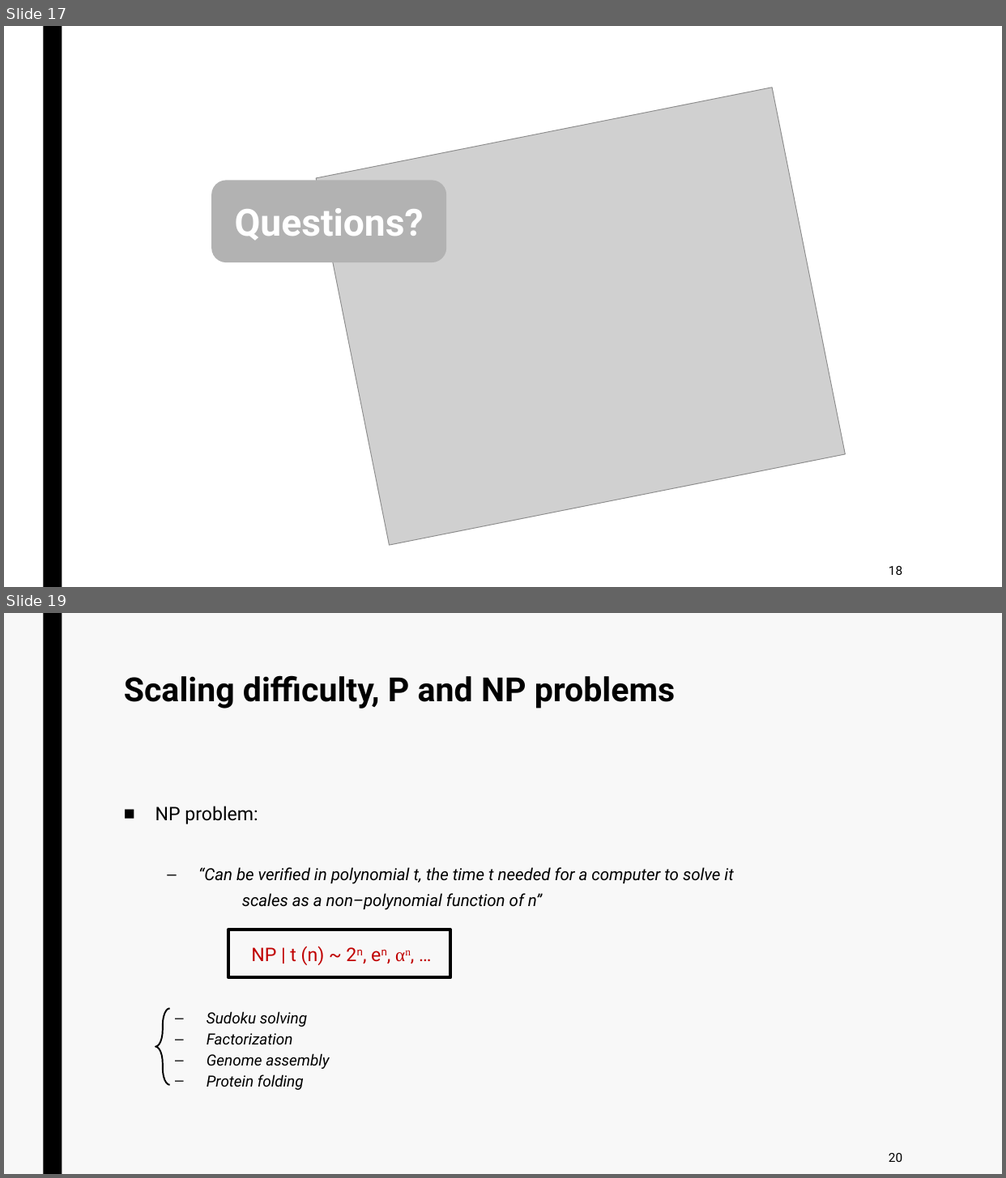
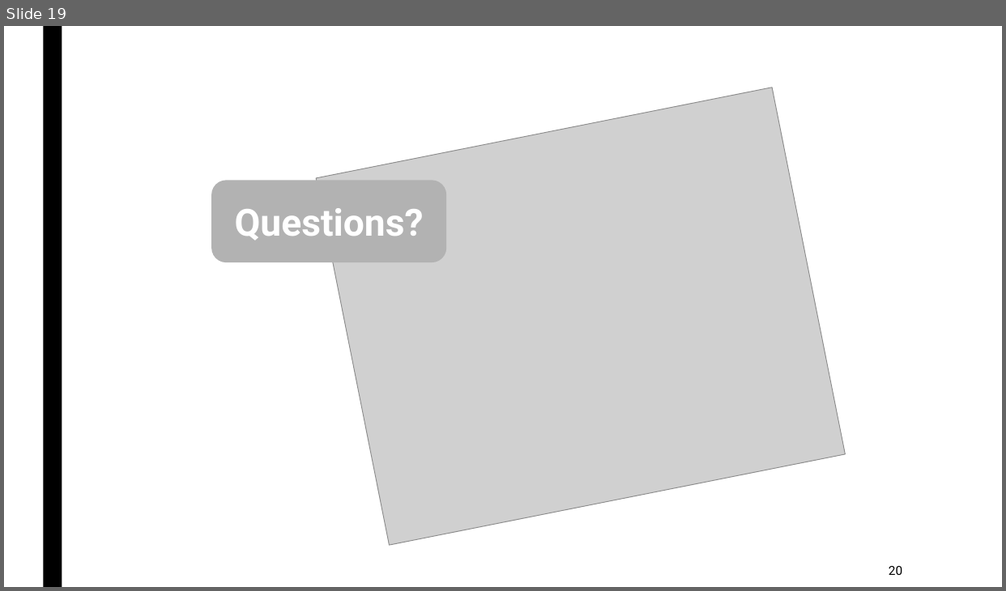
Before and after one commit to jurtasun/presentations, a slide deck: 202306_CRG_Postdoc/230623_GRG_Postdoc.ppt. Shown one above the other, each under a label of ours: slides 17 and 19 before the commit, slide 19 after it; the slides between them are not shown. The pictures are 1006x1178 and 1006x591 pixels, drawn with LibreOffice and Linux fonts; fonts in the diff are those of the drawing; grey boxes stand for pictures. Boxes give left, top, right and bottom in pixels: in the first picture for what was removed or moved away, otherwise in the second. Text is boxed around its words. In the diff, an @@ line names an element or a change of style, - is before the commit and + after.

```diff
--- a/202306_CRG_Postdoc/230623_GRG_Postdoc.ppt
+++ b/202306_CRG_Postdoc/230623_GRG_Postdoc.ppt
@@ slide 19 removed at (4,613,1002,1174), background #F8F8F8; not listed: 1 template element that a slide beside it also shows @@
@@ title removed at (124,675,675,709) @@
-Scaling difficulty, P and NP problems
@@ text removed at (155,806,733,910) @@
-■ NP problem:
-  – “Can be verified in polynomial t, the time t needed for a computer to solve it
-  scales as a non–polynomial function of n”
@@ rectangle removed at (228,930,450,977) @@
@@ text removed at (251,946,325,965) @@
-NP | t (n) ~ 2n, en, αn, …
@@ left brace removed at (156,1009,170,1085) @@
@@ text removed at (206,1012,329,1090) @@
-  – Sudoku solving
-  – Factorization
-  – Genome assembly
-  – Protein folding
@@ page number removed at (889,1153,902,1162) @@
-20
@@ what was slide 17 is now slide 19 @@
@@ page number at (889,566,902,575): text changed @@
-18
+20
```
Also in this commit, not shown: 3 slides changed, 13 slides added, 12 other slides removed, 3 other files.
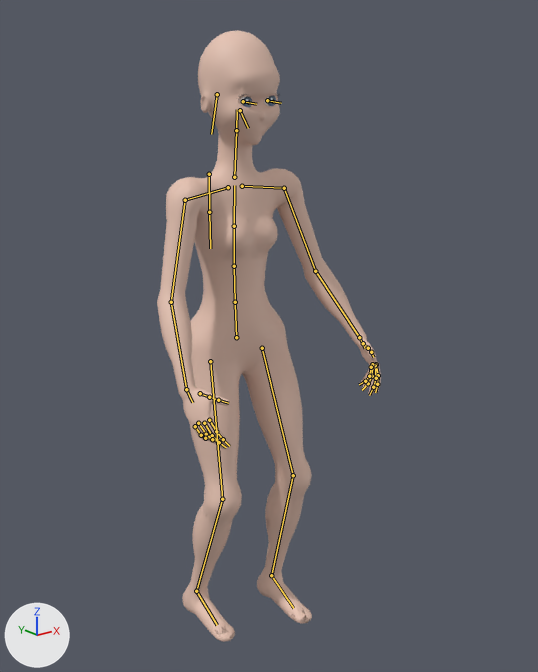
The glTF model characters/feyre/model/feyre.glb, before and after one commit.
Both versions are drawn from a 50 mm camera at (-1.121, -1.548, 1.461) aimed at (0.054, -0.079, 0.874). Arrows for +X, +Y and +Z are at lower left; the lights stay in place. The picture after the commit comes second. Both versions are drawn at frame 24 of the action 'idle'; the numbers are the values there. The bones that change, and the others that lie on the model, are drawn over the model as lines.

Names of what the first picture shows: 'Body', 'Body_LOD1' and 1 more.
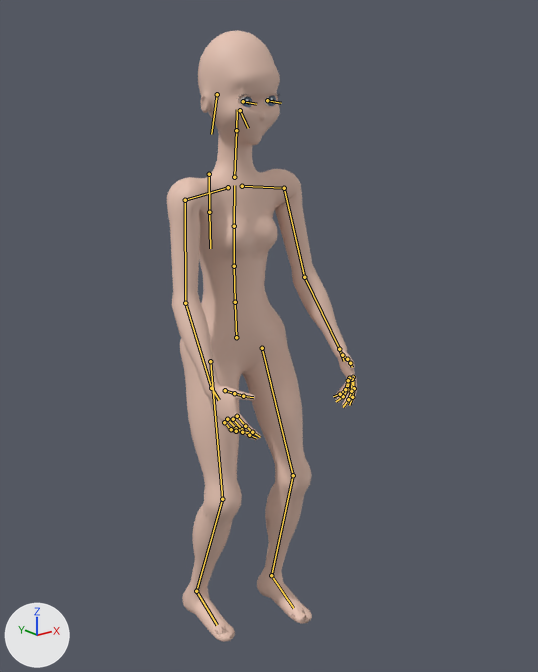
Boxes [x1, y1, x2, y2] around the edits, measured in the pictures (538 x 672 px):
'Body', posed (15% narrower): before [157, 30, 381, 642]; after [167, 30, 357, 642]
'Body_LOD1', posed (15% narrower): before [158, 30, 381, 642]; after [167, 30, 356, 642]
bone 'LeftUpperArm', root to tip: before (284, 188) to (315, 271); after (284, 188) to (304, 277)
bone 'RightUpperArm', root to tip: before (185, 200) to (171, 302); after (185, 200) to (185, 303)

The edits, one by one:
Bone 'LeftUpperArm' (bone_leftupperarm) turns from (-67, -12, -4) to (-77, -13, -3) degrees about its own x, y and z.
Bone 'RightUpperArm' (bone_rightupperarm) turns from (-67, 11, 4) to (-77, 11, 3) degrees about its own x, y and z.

* * *

▶ [EXERCISE PROMPT]:
Could you repeat the data exactly, omitting its pictures?

▶ [RESPONSE TO THE EXERCISE]:
Before and after one commit to jurtasun/presentations, a slide deck: 202306_CRG_Postdoc/230623_GRG_Postdoc.ppt. Shown one above the other, each under a label of ours: slides 17 and 19 before the commit, slide 19 after it; the slides between them are not shown. The pictures are 1006x1178 and 1006x591 pixels, drawn with LibreOffice and Linux fonts; fonts in the diff are those of the drawing; grey boxes stand for pictures. Boxes give left, top, right and bottom in pixels: in the first picture for what was removed or moved away, otherwise in the second. Text is boxed around its words. In the diff, an @@ line names an element or a change of style, - is before the commit and + after.

```diff
--- a/202306_CRG_Postdoc/230623_GRG_Postdoc.ppt
+++ b/202306_CRG_Postdoc/230623_GRG_Postdoc.ppt
@@ slide 19 removed at (4,613,1002,1174), background #F8F8F8; not listed: 1 template element that a slide beside it also shows @@
@@ title removed at (124,675,675,709) @@
-Scaling difficulty, P and NP problems
@@ text removed at (155,806,733,910) @@
-■ NP problem:
-  – “Can be verified in polynomial t, the time t needed for a computer to solve it
-  scales as a non–polynomial function of n”
@@ rectangle removed at (228,930,450,977) @@
@@ text removed at (251,946,325,965) @@
-NP | t (n) ~ 2n, en, αn, …
@@ left brace removed at (156,1009,170,1085) @@
@@ text removed at (206,1012,329,1090) @@
-  – Sudoku solving
-  – Factorization
-  – Genome assembly
-  – Protein folding
@@ page number removed at (889,1153,902,1162) @@
-20
@@ what was slide 17 is now slide 19 @@
@@ page number at (889,566,902,575): text changed @@
-18
+20
```
Also in this commit, not shown: 3 slides changed, 13 slides added, 12 other slides removed, 3 other files.
The glTF model characters/feyre/model/feyre.glb, before and after one commit.
Both versions are drawn from a 50 mm camera at (-1.121, -1.548, 1.461) aimed at (0.054, -0.079, 0.874). Arrows for +X, +Y and +Z are at lower left; the lights stay in place. The picture after the commit comes second. Both versions are drawn at frame 24 of the action 'idle'; the numbers are the values there. The bones that change, and the others that lie on the model, are drawn over the model as lines.

Names of what the first picture shows: 'Body', 'Body_LOD1' and 1 more.
Boxes [x1, y1, x2, y2] around the edits, measured in the pictures (538 x 672 px):
'Body', posed (15% narrower): before [157, 30, 381, 642]; after [167, 30, 357, 642]
'Body_LOD1', posed (15% narrower): before [158, 30, 381, 642]; after [167, 30, 356, 642]
bone 'LeftUpperArm', root to tip: before (284, 188) to (315, 271); after (284, 188) to (304, 277)
bone 'RightUpperArm', root to tip: before (185, 200) to (171, 302); after (185, 200) to (185, 303)

The edits, one by one:
Bone 'LeftUpperArm' (bone_leftupperarm) turns from (-67, -12, -4) to (-77, -13, -3) degrees about its own x, y and z.
Bone 'RightUpperArm' (bone_rightupperarm) turns from (-67, 11, 4) to (-77, 11, 3) degrees about its own x, y and z.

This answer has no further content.